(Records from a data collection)
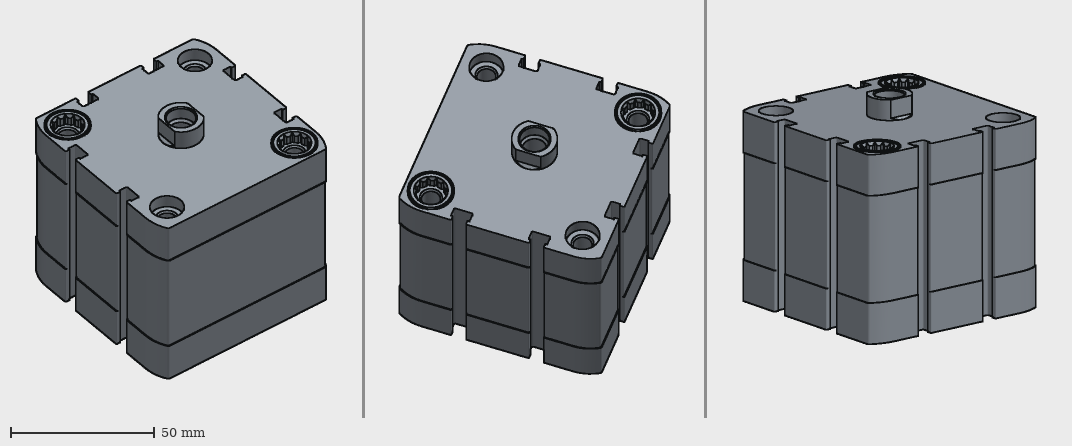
import cadquery as cq
import math

HOUSING_WIDTH = 75.5
TOTAL_HEIGHT = 76.5
HOUSING_HEIGHT = 69.0
CAP_HEIGHT = 15.0

HALF_WIDTH = HOUSING_WIDTH / 2
BARREL_INSET = 0.3
FLAT_HALF_LENGTH = 28.3
CORNER_RADIUS = 17.3
EDGE_RADIUS = 1.15

SLOT_OFFSET = 14.45
SLOT_MOUTH_WIDTH = 5.5
SLOT_WIDTH = 6.95
SLOT_DEPTH = 5.2
SLOT_LIP = 1.75
SLOT_MOUTH_RADIUS = 0.3
SLOT_CORNER_RADIUS = 0.5
SLOT_SIDES = (0, 90, 180)

HOLE_OFFSET = 28.2
HOLE_DIAMETER = 6.65
HOLE_CHAMFER_DIAMETER = 7.95

COUNTERBORE_DIAMETER = 12.0
COUNTERBORE_DEPTH = 5.0

SOCKET_RIM_DIAMETER = COUNTERBORE_DIAMETER
SOCKET_BORE_DIAMETER = 10.5
SOCKET_POINT_DIAMETER = 11.8
SOCKET_SQUARES = 3
SOCKET_DEPTH = 4.5
SOCKET_CONE_DEPTH = 1.4
GROOVE_OUTER_DIAMETER = 16.4
GROOVE_FLOOR_DIAMETER = 15.5
GROOVE_RIM_DIAMETER = 14.7
GROOVE_DEPTH = 0.45

ROD_DIAMETER = 16.0
ROD_SEAT_DEPTH = CAP_HEIGHT
ROD_FLAT_WIDTH = 13.0
ROD_FLAT_FOOT = 0.85
ROD_RECESS_DIAMETER = 10.5
ROD_RECESS_CHAMFER = 0.45
ROD_RECESS_DEPTH = 5.0
ROD_BORE_DIAMETER = 8.6
ROD_BORE_DEPTH = 15.3
DRILL_POINT_ANGLE = 118.0

CUT_MARGIN = 0.8


def revolve_profile(points):
    """Revolve (radius, height) points about the Z axis."""
    return cq.Workplane("XZ").polyline(points).close().revolve(360, (0, 0), (0, 1))


def outline_block(inset, height):
    """Square block with large arcs at its corners, smaller by inset on each side."""
    half = HALF_WIDTH - inset
    radius = CORNER_RADIUS - inset
    arc_angle = math.asin((half - FLAT_HALF_LENGTH) / radius)

    def arc_point(angle):
        return (
            FLAT_HALF_LENGTH + radius * math.sin(angle),
            half - radius * (1 - math.cos(angle)),
        )

    middle_x, middle_y = arc_point(arc_angle / 2)
    end_x, end_y = arc_point(arc_angle)
    block = (
        cq.Workplane("XY")
        .moveTo(-FLAT_HALF_LENGTH, half)
        .lineTo(FLAT_HALF_LENGTH, half)
        .threePointArc((middle_x, middle_y), (end_x, end_y))
        .lineTo(end_x, -end_y)
        .threePointArc((middle_x, -middle_y), (FLAT_HALF_LENGTH, -half))
        .lineTo(-FLAT_HALF_LENGTH, -half)
        .threePointArc((-middle_x, -middle_y), (-end_x, -end_y))
        .lineTo(-end_x, end_y)
        .threePointArc((-middle_x, middle_y), (-FLAT_HALF_LENGTH, half))
        .close()
        .extrude(height)
    )
    return block.edges("|Z").edges("<X or >X").fillet(EDGE_RADIUS)


def slot_cutter(inset, height):
    """T-slot for the middle of the +Y side, with its mouth edges rounded."""
    face = HALF_WIDTH - inset
    floor = HALF_WIDTH - SLOT_DEPTH
    mouth = SLOT_MOUTH_WIDTH / 2
    flare = mouth + SLOT_MOUTH_RADIUS
    bend = SLOT_MOUTH_RADIUS * (1 - math.sqrt(0.5))
    throat = (
        cq.Workplane("XY")
        .moveTo(-mouth, floor + SLOT_CORNER_RADIUS)
        .lineTo(-mouth, face - SLOT_MOUTH_RADIUS)
        .threePointArc((-mouth - bend, face - bend), (-flare, face))
        .lineTo(-flare, face + CUT_MARGIN)
        .lineTo(flare, face + CUT_MARGIN)
        .lineTo(flare, face)
        .threePointArc((mouth + bend, face - bend), (mouth, face - SLOT_MOUTH_RADIUS))
        .lineTo(mouth, floor + SLOT_CORNER_RADIUS)
        .close()
        .extrude(height)
    )
    channel_depth = SLOT_DEPTH - SLOT_LIP
    channel = (
        cq.Workplane("XY")
        .center(0, floor + channel_depth / 2)
        .rect(SLOT_WIDTH, channel_depth)
        .extrude(height)
        .edges("|Z and <Y")
        .fillet(SLOT_CORNER_RADIUS)
    )
    return throat.union(channel)


def housing_section(inset, bottom, height):
    """Slotted length of the housing that starts at the given height."""
    section = outline_block(inset, height)
    cutter = slot_cutter(inset, height)
    for turn in SLOT_SIDES:
        for offset in (-SLOT_OFFSET, SLOT_OFFSET):
            slot = cutter.translate((offset, 0, 0)).rotate((0, 0, 0), (0, 0, 1), turn)
            section = section.cut(slot)
    return section.translate((0, 0, bottom))


def through_hole_cutter(seat):
    """Through hole whose upper rim, at the seat height, has a 45 degree chamfer."""
    radius = HOLE_DIAMETER / 2
    rim = HOLE_CHAMFER_DIAMETER / 2
    return revolve_profile([
        (0, -CUT_MARGIN),
        (radius, -CUT_MARGIN),
        (radius, seat - (rim - radius)),
        (rim, seat),
        (0, seat),
    ])


def counterbored_hole_cutter():
    """Through hole below a plain counterbore."""
    seat = HOUSING_HEIGHT - COUNTERBORE_DEPTH
    counterbore = (
        cq.Workplane("XY", origin=(0, 0, seat))
        .circle(COUNTERBORE_DIAMETER / 2)
        .extrude(COUNTERBORE_DEPTH + CUT_MARGIN)
    )
    return through_hole_cutter(seat).union(counterbore)


def socket_hole_cutter():
    """Through hole below a twelve-point socket with a conical entry and a ring groove."""
    top = HOUSING_HEIGHT
    seat = top - SOCKET_DEPTH
    bore_radius = SOCKET_BORE_DIAMETER / 2
    socket = cq.Workplane("XY", origin=(0, 0, seat)).circle(bore_radius).extrude(SOCKET_DEPTH)
    entry = revolve_profile([
        (0, top - SOCKET_CONE_DEPTH),
        (bore_radius, top - SOCKET_CONE_DEPTH),
        (SOCKET_RIM_DIAMETER / 2, top),
        (0, top),
    ])
    for index in range(SOCKET_SQUARES):
        square = (
            cq.Workplane("XY", origin=(0, 0, seat))
            .transformed(rotate=(0, 0, index * 90 / SOCKET_SQUARES))
            .polygon(4, SOCKET_POINT_DIAMETER)
            .extrude(SOCKET_DEPTH)
        )
        socket = socket.union(square)
    groove = revolve_profile([
        (GROOVE_RIM_DIAMETER / 2, top),
        (GROOVE_FLOOR_DIAMETER / 2, top - GROOVE_DEPTH),
        (GROOVE_OUTER_DIAMETER / 2, top - GROOVE_DEPTH),
        (GROOVE_OUTER_DIAMETER / 2, top),
    ])
    return through_hole_cutter(seat).union(socket).union(entry).union(groove)


def make_housing():
    """Two end caps and the slimmer barrel between them, as one solid with all its holes."""
    barrel_height = HOUSING_HEIGHT - 2 * CAP_HEIGHT
    housing = (
        housing_section(0, 0, CAP_HEIGHT)
        .union(housing_section(BARREL_INSET, CAP_HEIGHT, barrel_height))
        .union(housing_section(0, HOUSING_HEIGHT - CAP_HEIGHT, CAP_HEIGHT))
    )
    counterbored_hole = counterbored_hole_cutter()
    socket_hole = socket_hole_cutter()
    for side in (-1, 1):
        housing = housing.cut(counterbored_hole.translate((side * HOLE_OFFSET, -side * HOLE_OFFSET, 0)))
        housing = housing.cut(socket_hole.translate((side * HOLE_OFFSET, side * HOLE_OFFSET, 0)))
    rod_seat = (
        cq.Workplane("XY", origin=(0, 0, HOUSING_HEIGHT))
        .circle(ROD_DIAMETER / 2)
        .extrude(-ROD_SEAT_DEPTH)
    )
    return housing.cut(rod_seat)


def rod_flat_cutter():
    """Removes the +Y side of the rod down to a wrench flat with a sloping foot."""
    flat = ROD_FLAT_WIDTH / 2
    radius = ROD_DIAMETER / 2
    return (
        cq.Workplane("YZ")
        .polyline([
            (flat, HOUSING_HEIGHT + ROD_FLAT_FOOT),
            (radius, HOUSING_HEIGHT),
            (radius + CUT_MARGIN, HOUSING_HEIGHT),
            (radius + CUT_MARGIN, TOTAL_HEIGHT + CUT_MARGIN),
            (flat, TOTAL_HEIGHT + CUT_MARGIN),
        ])
        .close()
        .extrude(radius + CUT_MARGIN, both=True)
    )


def rod_bore_cutter():
    """Recess with chamfered rim and 45 degree floor, leading to a drilled bore."""
    recess = ROD_RECESS_DIAMETER / 2
    bore = ROD_BORE_DIAMETER / 2
    recess_floor = TOTAL_HEIGHT - ROD_RECESS_DEPTH
    bore_floor = TOTAL_HEIGHT - ROD_BORE_DEPTH
    point_depth = bore / math.tan(math.radians(DRILL_POINT_ANGLE / 2))
    return revolve_profile([
        (0, TOTAL_HEIGHT),
        (recess + ROD_RECESS_CHAMFER, TOTAL_HEIGHT),
        (recess, TOTAL_HEIGHT - ROD_RECESS_CHAMFER),
        (recess, recess_floor),
        (bore, recess_floor - (recess - bore)),
        (bore, bore_floor),
        (0, bore_floor - point_depth),
    ])


def make_rod():
    """Rod with two wrench flats and a stepped bore in its upper end."""
    bottom = HOUSING_HEIGHT - ROD_SEAT_DEPTH
    rod = (
        cq.Workplane("XY", origin=(0, 0, bottom))
        .circle(ROD_DIAMETER / 2)
        .extrude(TOTAL_HEIGHT - bottom)
    )
    flat = rod_flat_cutter()
    return rod.cut(flat).cut(flat.mirror("XZ")).cut(rod_bore_cutter())


housing = make_housing()
rod = make_rod()
result = cq.Compound.makeCompound([housing.val(), rod.val()])

■ Task goal ■
Only the number is wanted: count the lines of the records that hold the word "flare".

■ Result for this exercise ■
5